By creating metadata about the agency’s data, the KMP shows how systems interact with each other to complete essential business processes.
“The solution to our knowledge management challenges,” summarizes Lee, “is the curation of our data.”
From Unstructured Data to Structured Data: A Case Study
Members of the KMP team state that the platform can shorten a process that took months down to a keystroke.
This is so, explains Data Scientist Xingjia Wu, because it turns unstructured data into structured data.
Unstructured data is information that is not organized in a pre-defined manner like a database. Examples include architectural drawings, videos, text documents such as system of records notices (SORNs), and videos.
This type of data can be both important and useful, but it is resistant to analysis. Manual inspection is prohibitively time-consuming, and without some sort of labeling system, it’s hard for machines to make sense of data.
“The KMP takes advantage of AI technology to turn unstructured data such as text documents, video, audio, and images into structured data that we can combine to analyze, visualize, and inform our decisions,” says Wu.
“It extracts information from raw data and links them together. Now you can read thousands of documents at the same time and identify patterns.”

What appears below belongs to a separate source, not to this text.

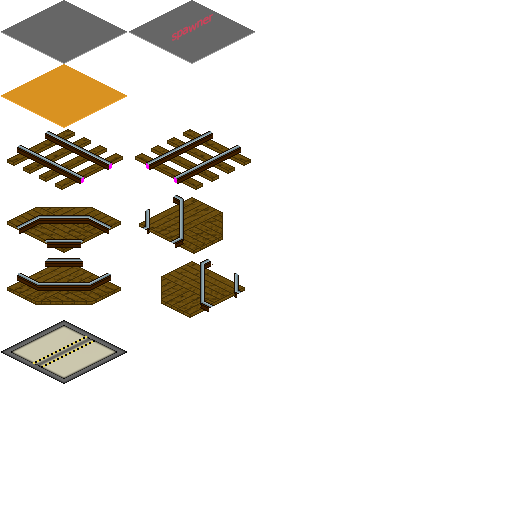
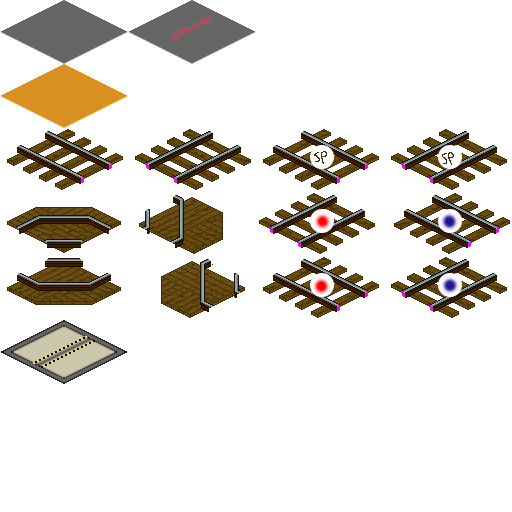
Layer changes from the first 512x512 image to the second:
added layer "Layer 4 copy 5" above "Layer 4 copy 4" over [310, 145, 462, 297]
added layer "Layer 4 copy 4" above "Layer 4 copy" over [259, 129, 510, 318]

A system dashboard helps users connect information that is stored in different repositories across CMS components and public resources. These include Github, Jira tickets, Tech Topics presentations, the System Census, Sharepoint, and the Federal Register.
So, for example, if you’d like to learn which CMS systems are allowed to collect different types of PII, you can find answers on a KMP dashboard, along with links to original source documents. In fact, the KMP team built just such a tool for ISPG.
“KMP ingested information from the CMS FISMA Controls Tracking System (CFACTS) and the Federal Register to build dashboards for the ISPG Privacy team to quickly review routine uses in SORNs, Privacy Impact Assessments that pull on specific SORNs, and the information systems that the data is tied to,” explains Leslie Nettles, Acting Senior Official for Privacy.
Planned updates will incorporate data from Information Exchange agreements.
“This has helped the Privacy Team immensely,” says Nettles. “We have been able to review information quickly, make decisions on the need for agreements, and tie data to the systems that are sharing the information.”